TASK TO COMPLETE:
Tell me how many lines in the data below hold the string "changed", and say nothing else.

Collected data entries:
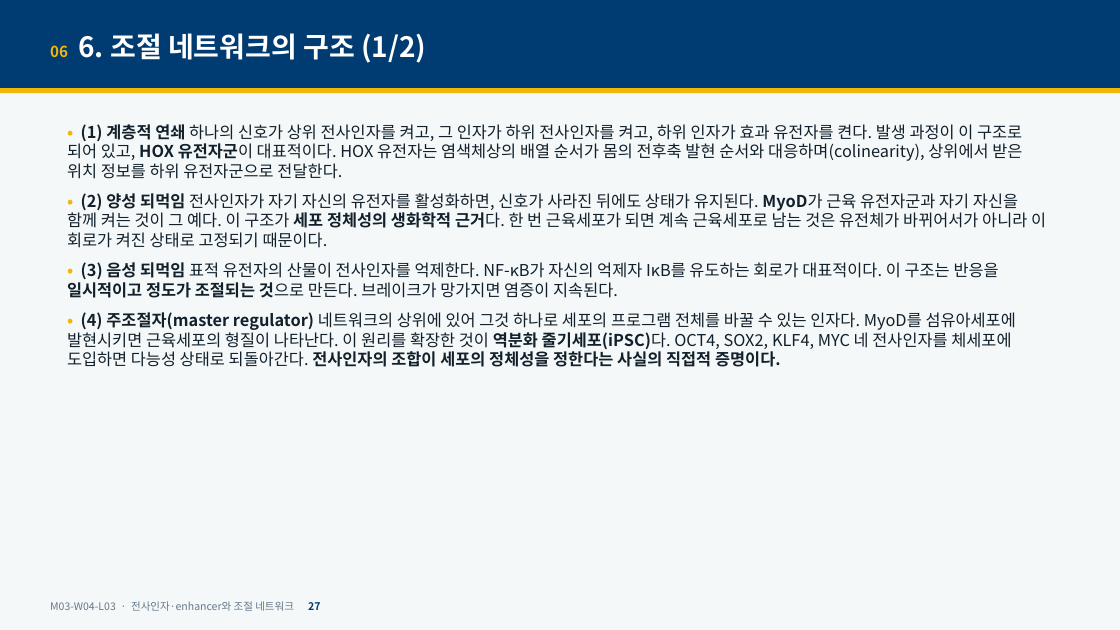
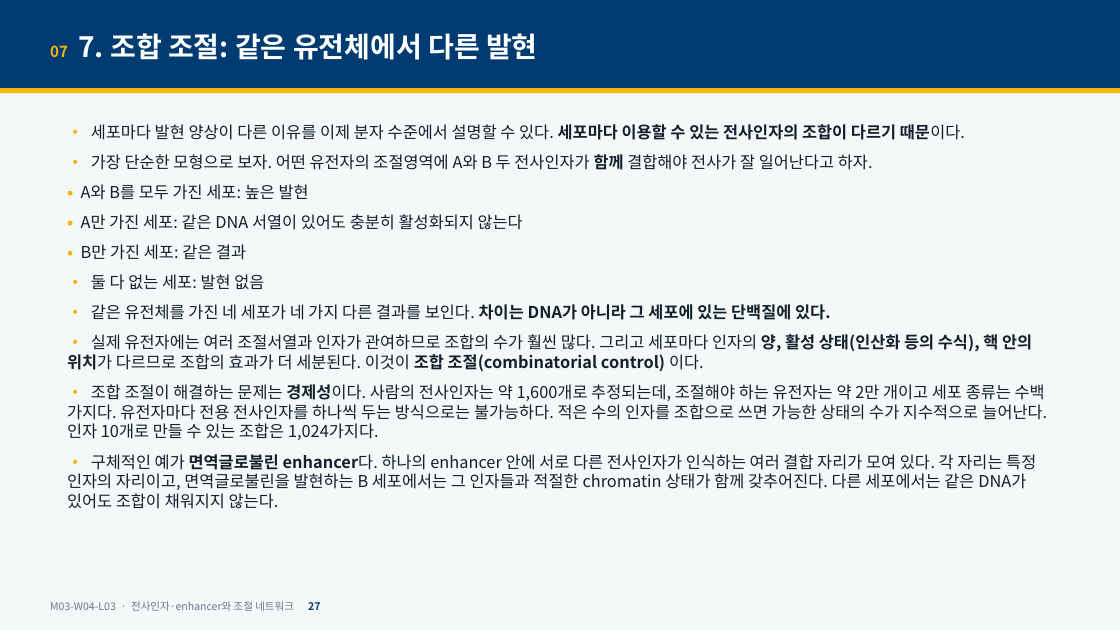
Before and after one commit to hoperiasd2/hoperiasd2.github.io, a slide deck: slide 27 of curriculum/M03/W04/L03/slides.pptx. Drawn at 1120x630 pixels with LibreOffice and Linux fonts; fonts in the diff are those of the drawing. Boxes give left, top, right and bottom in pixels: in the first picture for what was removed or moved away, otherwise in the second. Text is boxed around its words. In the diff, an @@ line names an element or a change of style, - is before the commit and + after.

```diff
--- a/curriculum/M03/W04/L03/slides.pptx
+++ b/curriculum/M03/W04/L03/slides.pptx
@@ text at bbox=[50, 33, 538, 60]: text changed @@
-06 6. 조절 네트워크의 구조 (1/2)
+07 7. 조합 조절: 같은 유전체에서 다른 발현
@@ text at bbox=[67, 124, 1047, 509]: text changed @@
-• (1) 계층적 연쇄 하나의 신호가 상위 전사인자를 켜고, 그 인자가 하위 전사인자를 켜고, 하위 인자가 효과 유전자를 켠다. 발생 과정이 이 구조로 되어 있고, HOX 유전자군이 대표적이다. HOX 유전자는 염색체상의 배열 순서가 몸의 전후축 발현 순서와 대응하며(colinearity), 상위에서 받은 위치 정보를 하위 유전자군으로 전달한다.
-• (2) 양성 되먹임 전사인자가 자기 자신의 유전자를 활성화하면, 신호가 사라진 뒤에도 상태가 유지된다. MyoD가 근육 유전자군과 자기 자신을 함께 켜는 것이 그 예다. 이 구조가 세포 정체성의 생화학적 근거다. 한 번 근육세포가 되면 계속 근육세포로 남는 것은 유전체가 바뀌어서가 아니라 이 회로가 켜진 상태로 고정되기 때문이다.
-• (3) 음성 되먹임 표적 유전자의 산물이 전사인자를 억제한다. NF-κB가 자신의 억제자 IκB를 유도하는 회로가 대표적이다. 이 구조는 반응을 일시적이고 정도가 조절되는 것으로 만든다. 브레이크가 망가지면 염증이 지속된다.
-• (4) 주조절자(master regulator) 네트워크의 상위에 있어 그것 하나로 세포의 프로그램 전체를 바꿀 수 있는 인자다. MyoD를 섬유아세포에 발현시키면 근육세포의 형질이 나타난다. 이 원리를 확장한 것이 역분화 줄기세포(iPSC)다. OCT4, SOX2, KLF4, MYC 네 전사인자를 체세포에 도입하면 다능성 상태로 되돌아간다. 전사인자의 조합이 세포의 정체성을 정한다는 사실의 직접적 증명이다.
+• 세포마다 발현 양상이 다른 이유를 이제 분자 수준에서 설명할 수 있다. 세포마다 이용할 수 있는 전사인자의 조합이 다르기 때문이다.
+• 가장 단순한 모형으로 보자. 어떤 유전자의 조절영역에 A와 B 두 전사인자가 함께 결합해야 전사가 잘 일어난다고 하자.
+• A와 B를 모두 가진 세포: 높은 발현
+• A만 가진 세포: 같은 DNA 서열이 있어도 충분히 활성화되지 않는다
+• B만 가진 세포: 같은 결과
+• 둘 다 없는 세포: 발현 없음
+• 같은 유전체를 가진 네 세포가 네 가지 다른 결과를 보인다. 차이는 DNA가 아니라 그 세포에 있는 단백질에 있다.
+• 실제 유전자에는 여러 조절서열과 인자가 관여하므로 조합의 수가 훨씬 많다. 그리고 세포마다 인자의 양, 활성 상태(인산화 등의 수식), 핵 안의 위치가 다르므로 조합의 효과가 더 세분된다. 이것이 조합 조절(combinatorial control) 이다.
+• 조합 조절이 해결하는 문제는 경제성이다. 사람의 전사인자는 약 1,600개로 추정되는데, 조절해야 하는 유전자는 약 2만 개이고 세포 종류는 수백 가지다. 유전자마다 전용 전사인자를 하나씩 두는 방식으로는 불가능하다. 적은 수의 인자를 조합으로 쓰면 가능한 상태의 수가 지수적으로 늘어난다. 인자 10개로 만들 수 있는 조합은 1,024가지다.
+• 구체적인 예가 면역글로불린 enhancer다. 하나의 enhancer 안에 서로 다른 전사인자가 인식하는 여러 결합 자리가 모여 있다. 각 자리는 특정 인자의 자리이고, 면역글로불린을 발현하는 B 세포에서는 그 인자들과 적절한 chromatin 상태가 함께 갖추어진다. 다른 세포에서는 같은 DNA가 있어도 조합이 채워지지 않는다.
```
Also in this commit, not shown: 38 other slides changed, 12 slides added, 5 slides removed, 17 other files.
---
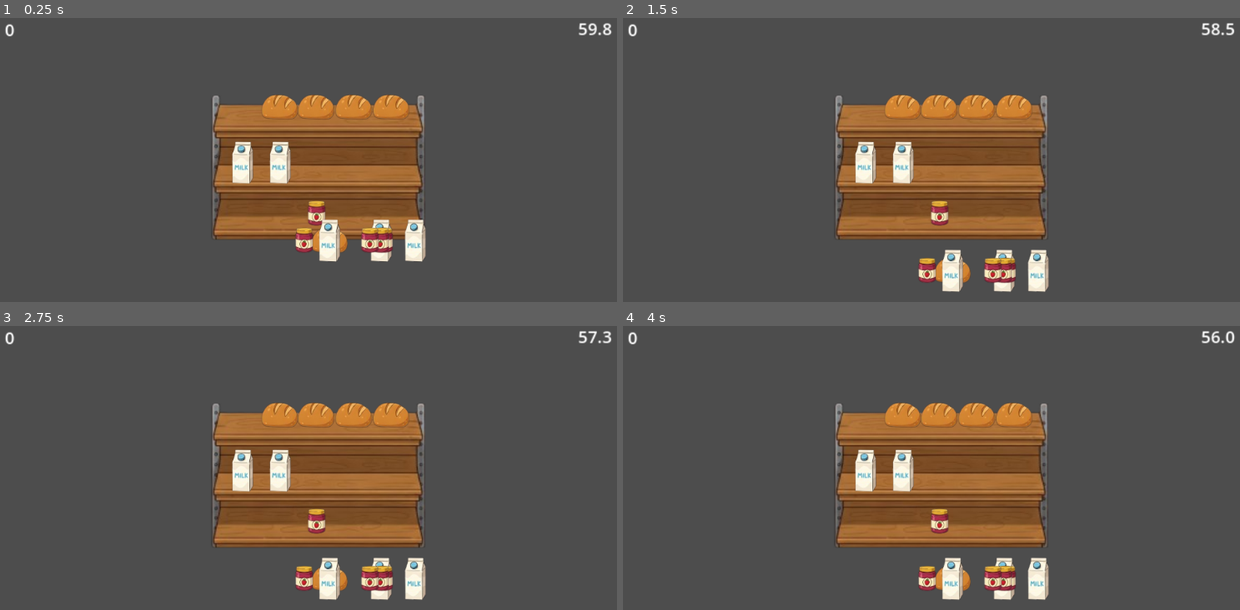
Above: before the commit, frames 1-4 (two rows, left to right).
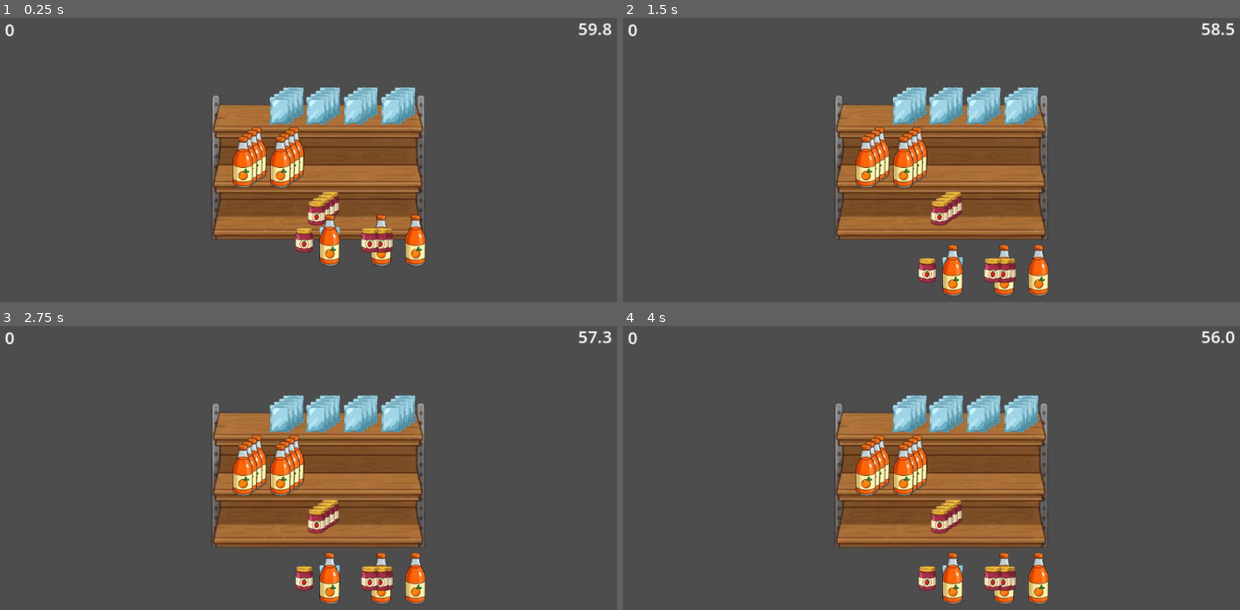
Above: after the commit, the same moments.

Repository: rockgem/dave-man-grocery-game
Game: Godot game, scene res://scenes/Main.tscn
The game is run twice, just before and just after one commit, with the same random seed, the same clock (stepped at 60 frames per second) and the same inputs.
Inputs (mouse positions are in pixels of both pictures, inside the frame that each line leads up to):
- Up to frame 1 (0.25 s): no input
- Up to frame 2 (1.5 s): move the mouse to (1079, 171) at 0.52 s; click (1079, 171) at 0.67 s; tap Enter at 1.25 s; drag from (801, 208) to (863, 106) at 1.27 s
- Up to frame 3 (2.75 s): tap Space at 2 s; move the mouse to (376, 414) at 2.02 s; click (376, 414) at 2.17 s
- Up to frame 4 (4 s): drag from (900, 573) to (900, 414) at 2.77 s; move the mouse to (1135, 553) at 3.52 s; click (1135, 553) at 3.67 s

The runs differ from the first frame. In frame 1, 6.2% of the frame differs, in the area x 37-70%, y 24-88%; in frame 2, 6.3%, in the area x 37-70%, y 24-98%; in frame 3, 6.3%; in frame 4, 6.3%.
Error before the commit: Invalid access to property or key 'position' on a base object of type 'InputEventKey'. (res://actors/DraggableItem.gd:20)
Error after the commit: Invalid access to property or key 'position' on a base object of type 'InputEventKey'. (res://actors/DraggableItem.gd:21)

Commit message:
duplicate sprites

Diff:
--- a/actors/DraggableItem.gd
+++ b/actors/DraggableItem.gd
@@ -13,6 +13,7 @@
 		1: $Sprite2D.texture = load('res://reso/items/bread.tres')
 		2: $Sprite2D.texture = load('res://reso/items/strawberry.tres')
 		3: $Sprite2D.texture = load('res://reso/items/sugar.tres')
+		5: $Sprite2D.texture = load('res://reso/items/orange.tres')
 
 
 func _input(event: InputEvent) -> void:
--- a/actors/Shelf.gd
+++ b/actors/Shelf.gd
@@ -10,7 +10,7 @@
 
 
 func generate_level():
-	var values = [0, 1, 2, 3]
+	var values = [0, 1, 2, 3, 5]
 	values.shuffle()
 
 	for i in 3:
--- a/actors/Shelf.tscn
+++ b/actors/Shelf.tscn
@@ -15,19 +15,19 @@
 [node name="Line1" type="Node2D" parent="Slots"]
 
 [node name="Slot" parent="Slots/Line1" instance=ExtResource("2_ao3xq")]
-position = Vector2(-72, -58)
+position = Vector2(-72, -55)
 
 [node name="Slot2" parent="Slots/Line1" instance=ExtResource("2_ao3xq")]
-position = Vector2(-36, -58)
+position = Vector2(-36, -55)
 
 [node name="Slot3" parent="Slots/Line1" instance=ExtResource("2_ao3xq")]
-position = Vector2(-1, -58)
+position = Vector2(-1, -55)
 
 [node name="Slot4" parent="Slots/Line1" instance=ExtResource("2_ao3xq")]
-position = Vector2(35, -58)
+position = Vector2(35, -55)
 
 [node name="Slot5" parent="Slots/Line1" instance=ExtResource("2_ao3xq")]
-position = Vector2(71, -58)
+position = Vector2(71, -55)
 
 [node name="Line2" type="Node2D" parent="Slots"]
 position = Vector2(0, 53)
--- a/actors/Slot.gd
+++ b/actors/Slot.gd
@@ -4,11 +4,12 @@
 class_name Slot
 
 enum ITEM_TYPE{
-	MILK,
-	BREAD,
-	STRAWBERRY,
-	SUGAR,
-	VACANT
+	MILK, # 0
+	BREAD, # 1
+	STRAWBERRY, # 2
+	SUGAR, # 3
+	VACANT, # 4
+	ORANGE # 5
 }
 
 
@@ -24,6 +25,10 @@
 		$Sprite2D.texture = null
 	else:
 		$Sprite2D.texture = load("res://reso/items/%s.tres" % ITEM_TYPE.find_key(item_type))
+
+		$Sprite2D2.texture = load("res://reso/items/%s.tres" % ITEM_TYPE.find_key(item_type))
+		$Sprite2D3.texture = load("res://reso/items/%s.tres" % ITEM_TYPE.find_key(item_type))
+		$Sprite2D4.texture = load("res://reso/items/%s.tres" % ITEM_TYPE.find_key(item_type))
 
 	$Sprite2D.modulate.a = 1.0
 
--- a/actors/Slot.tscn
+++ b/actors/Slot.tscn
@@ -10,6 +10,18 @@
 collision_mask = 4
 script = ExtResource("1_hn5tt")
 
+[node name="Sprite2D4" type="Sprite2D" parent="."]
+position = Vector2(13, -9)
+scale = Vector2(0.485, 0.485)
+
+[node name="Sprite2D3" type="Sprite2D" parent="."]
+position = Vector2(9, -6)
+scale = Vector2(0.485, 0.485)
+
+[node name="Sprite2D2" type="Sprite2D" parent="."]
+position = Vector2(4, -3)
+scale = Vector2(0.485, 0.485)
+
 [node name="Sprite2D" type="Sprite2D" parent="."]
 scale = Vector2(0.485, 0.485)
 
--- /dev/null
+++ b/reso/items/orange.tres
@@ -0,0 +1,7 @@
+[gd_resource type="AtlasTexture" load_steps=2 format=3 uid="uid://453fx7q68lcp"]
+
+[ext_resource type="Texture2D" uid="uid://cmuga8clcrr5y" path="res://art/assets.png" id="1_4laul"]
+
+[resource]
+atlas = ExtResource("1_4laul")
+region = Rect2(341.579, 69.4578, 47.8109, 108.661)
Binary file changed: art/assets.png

SOLUTION TO THE EXERCISE:
4